Menyelami pemikiran Machiavelli itu terasa paradoks, satu sisi menganjurkan the rule of law negara hukum agar republik berjalan kokoh dan damai. Pada sisi yang lain Machiavelli terlihat realis pengusung the rule of man guna mempertahankan keutuhan republik dari ancaman kejatuhannya. Tidak aneh lalu banyak orang keliru memahami pemikiran Machiavelli, mereka yang kurang teliti dengan gampang menuduhnya seorang hipokrit.
Namun, pandangan Machiavelli baik the rule of law maupun the rule of man wajib dipunyai dalam suatu negara republik sebab dua alasan. Pertama, politik diliputi faktor virtu (kepastian) dan fortuna (ketidakpastian). Jadi, kepemimpinan politik membutuhkan orang yang mampu melampaui tegangan antara virtu dan fortuna: seorang yang berintegritas dan berani mengambil keputusan di tengah situasi sesulit apapun. Kedua, jika negara republik dilanda kejahatan korupsi merajalela yang mengakibatkan hukum tidak berjalan dan norma kehidupan kewargaan amburadul, maka diperlukan pemimpin kuat atau the rule of man dan bukan the rule of law.
Bagi Machiavelli bahaya terbesar kejahatan korupsi bukanlah semata-mata perbuatan melawan hukum, melainkan korupsi menghancurkan common good prinsip esensial sebuah negara republik. Politik kemudian tidak mempunyai pendasaran teleologis, kebersamaan hilang, dan rasa cinta tanah air luntur.
Tentu, saya tidak bermaksud hiperbolik membandingkan Kang Tjetje dengan Niccolo Machiavelli. Kedua orang ini hidup di waktu berbeda dan pada konteks yang berlainan pula. Tetapi, saya kira kegelisahan Kang Tjetje memotret realitas politik berpangkal kepada perspektif seorang Machiavellian.

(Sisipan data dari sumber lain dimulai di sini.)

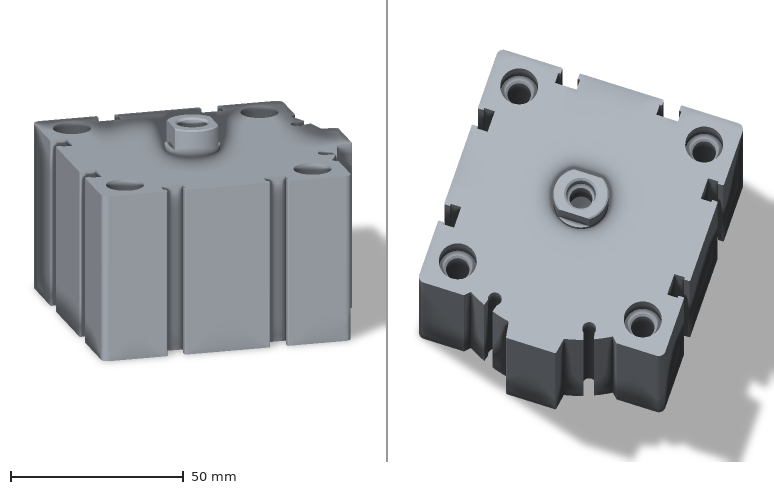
import cadquery as cq
import math

body_width = 75.0
half_width = body_width / 2
body_height = 50.0
corner_radius = 2.0

crown_radius = 41.9
relief_start_x = 23.25
rib_top_y = 46.0
rib_top_half_width = 7.6
rib_root_half_width = 8.4
rib_edge_radius = 0.4

keyhole_angle = 21.9
keyhole_centre_radius = 38.55
keyhole_diameter = 4.0
keyhole_neck_width = 3.1
keyhole_neck_angle = 16.0

slot_offset = 15.45
slot_mouth_width = 5.2
slot_lip_depth = 1.8
slot_inner_width = 6.6
slot_depth = 5.0
slot_lip_radius = 0.35

mount_pitch = 56.4
mount_bore_diameter = 6.8
mount_counterbore_diameter = 11.0
mount_counterbore_depth = 6.5
mount_countersink_diameter = 8.0

rod_diameter = 16.0
rod_top_z = 58.0
rod_seat_depth = 12.0
rod_chamfer = 0.4
flat_spacing = 13.0
flat_bottom_z = 51.5
thread_mouth_diameter = 9.8
thread_diameter = 8.57
thread_depth = 3.4
pilot_mouth_diameter = 8.4
pilot_diameter = 6.65
pilot_depth = 12.0
drill_point_angle = 118.0


def crown_y(x):
    """Height of the crown arc at x."""
    return math.sqrt(crown_radius**2 - x**2)


def body_outline():
    """Square outline with the crown and rib on its +Y side."""
    line_offset = half_width - relief_start_x
    relief_end_x = (math.sqrt(2 * crown_radius**2 - line_offset**2) - line_offset) / 2
    arc_middle_x = (relief_end_x + rib_root_half_width) / 2
    return (
        cq.Workplane("XY")
        .moveTo(-half_width, -half_width)
        .lineTo(half_width, -half_width)
        .lineTo(half_width, half_width)
        .lineTo(relief_start_x, half_width)
        .lineTo(relief_end_x, crown_y(relief_end_x))
        .threePointArc(
            (arc_middle_x, crown_y(arc_middle_x)),
            (rib_root_half_width, crown_y(rib_root_half_width)),
        )
        .lineTo(rib_top_half_width, rib_top_y)
        .lineTo(-rib_top_half_width, rib_top_y)
        .lineTo(-rib_root_half_width, crown_y(rib_root_half_width))
        .threePointArc(
            (-arc_middle_x, crown_y(arc_middle_x)),
            (-relief_end_x, crown_y(relief_end_x)),
        )
        .lineTo(-relief_start_x, half_width)
        .lineTo(-half_width, half_width)
        .close()
    )


def body_block():
    block = body_outline().extrude(body_height)
    block = block.edges("|Z").edges("<X or >X").fillet(corner_radius)
    return block.faces(">Y").edges("|Z").fillet(rib_edge_radius)


def t_slot(face_angle, offset):
    """T-slot cutter for the -Y face, turned about Z to face_angle."""
    mouth_half = slot_mouth_width / 2
    inner_half = slot_inner_width / 2
    flare_half = mouth_half + slot_lip_radius
    return (
        cq.Workplane("XY")
        .moveTo(-flare_half, 0)
        .radiusArc((-mouth_half, slot_lip_radius), -slot_lip_radius)
        .lineTo(-mouth_half, slot_lip_depth)
        .lineTo(-inner_half, slot_lip_depth)
        .lineTo(-inner_half, slot_depth)
        .lineTo(inner_half, slot_depth)
        .lineTo(inner_half, slot_lip_depth)
        .lineTo(mouth_half, slot_lip_depth)
        .lineTo(mouth_half, slot_lip_radius)
        .radiusArc((flare_half, 0), -slot_lip_radius)
        .close()
        .extrude(body_height)
        .translate((offset, -half_width, 0))
        .rotate((0, 0, 0), (0, 0, 1), face_angle)
    )


def keyhole(side):
    """Round channel with a narrower, leaning neck; side is -1 for -X and 1 for +X."""
    centre_angle = math.radians(keyhole_angle)
    centre_x = side * keyhole_centre_radius * math.sin(centre_angle)
    centre_y = keyhole_centre_radius * math.cos(centre_angle)
    neck_length = 2 * (crown_radius - keyhole_centre_radius)
    channel = cq.Workplane("XY").circle(keyhole_diameter / 2).extrude(body_height)
    neck = cq.Workplane("XY").box(keyhole_neck_width, neck_length, body_height, centered=(True, False, False))
    neck = neck.rotate((0, 0, 0), (0, 0, 1), -side * keyhole_neck_angle)
    return channel.union(neck).translate((centre_x, centre_y, 0))


def mount_hole(x, y):
    """Through bore, countersunk at the floor of its counterbore."""
    bore_r = mount_bore_diameter / 2
    sink_r = mount_countersink_diameter / 2
    bore_top = body_height - mount_counterbore_depth
    counterbore_r = mount_counterbore_diameter / 2
    return (
        cq.Workplane("XZ")
        .moveTo(0, 0)
        .lineTo(bore_r, 0)
        .lineTo(bore_r, bore_top - (sink_r - bore_r))
        .lineTo(sink_r, bore_top)
        .lineTo(counterbore_r, bore_top)
        .lineTo(counterbore_r, body_height)
        .lineTo(0, body_height)
        .close()
        .revolve(360, (0, 0, 0), (0, 1, 0))
        .translate((x, y, 0))
    )


def rod_blank():
    return (
        cq.Workplane("XY", origin=(0, 0, body_height - rod_seat_depth))
        .circle(rod_diameter / 2)
        .extrude(rod_top_z - body_height + rod_seat_depth)
    )


def make_body():
    body = body_block()
    for face_angle in (-90, 0, 90):
        for side in (-1, 1):
            body = body.cut(t_slot(face_angle, side * slot_offset))
    for side in (-1, 1):
        body = body.cut(keyhole(side))
    for x_side in (-1, 1):
        for y_side in (-1, 1):
            body = body.cut(mount_hole(x_side * mount_pitch / 2, y_side * mount_pitch / 2))
    return body.cut(rod_blank())


def thread_hole():
    """Blind hole in the rod end: chamfered mouth, wide entry, countersunk pilot, drill point."""
    mouth_r = thread_mouth_diameter / 2
    entry_r = thread_diameter / 2
    pilot_r = pilot_diameter / 2
    pilot_mouth_r = pilot_mouth_diameter / 2
    pilot_floor = rod_top_z - pilot_depth
    point_depth = pilot_r / math.tan(math.radians(drill_point_angle / 2))
    return (
        cq.Workplane("XZ")
        .moveTo(0, rod_top_z)
        .lineTo(mouth_r, rod_top_z)
        .lineTo(entry_r, rod_top_z - (mouth_r - entry_r))
        .lineTo(entry_r, rod_top_z - thread_depth)
        .lineTo(pilot_mouth_r, rod_top_z - thread_depth)
        .lineTo(pilot_r, rod_top_z - thread_depth - (pilot_mouth_r - pilot_r))
        .lineTo(pilot_r, pilot_floor)
        .lineTo(0, pilot_floor - point_depth)
        .close()
        .revolve(360, (0, 0, 0), (0, 1, 0))
    )


def make_rod():
    rod = rod_blank().faces(">Z").chamfer(rod_chamfer)
    for side in (-1, 1):
        flat = (
            cq.Workplane("XY", origin=(0, side * flat_spacing, flat_bottom_z))
            .rect(rod_diameter, flat_spacing)
            .extrude(rod_top_z - flat_bottom_z)
        )
        rod = rod.cut(flat)
    return rod.cut(thread_hole())


body = make_body()
rod = make_rod()
result = cq.Compound.makeCompound([body.val(), rod.val()])

Ketika komisioner KPK Bambang Widjoyanto semena-mena ditangkap Bareskrim Polri, saya bersama Kang Tjetje dan tokoh-tokoh informal di Bandung menginisiasi aksi “Petisi Keprihatinan Masyarakat Jawa Barat untuk Menyelamatkan Republik”. Penangkapan itu kami menilai serangan balik kelompok oligarki untuk melumpuhkan upaya pemberantasan kejahatan korupsi oleh KPK. Betapa tidak, hasil riset Jeffrey Winters seorang Indonesianis dari Northwestern University Amerika Serikat menjelaskan sampai tahun 2012, ternyata akumulasi kekayaan 40 oligarki setara 10% PDB atau sekitar Rp 1.000 triliun.
Rabu, 9 November 2022 pada sore hari di tengah gemericik air hujan, telepon genggam saya berbunyi. Bukan dari Kang Tjetje, tapi seorang kawan mengabarkan Kang Tjetje menghembuskan napas terakhir. Tidak banyak orang menjalani hidup sampai usia 87 tahun. Gambaran nyata Kang Tjetje disiplin menjaga kesehatan badan, juga mampu merawat akal sehat.
Daya hidupnya menyala menerangi jalan republik yang kian redup. Pelajaran berharga dapat kita petik darinya. Kesetiaan tanpa henti melakukan konfrontasi etik, karena Kang Tjetje memaknai tujuan politik bukan hanya kalkulasi statistik kekuasaan. Persis yang dipikirkan Niccolo Machiavelli 5 abad yang lalu.
Pileuleuyan Kang, sampai jumpa dalam kenangan.
*Penulis: Budiana Irmawan, peneliti Lingkar Studi Kebijakan.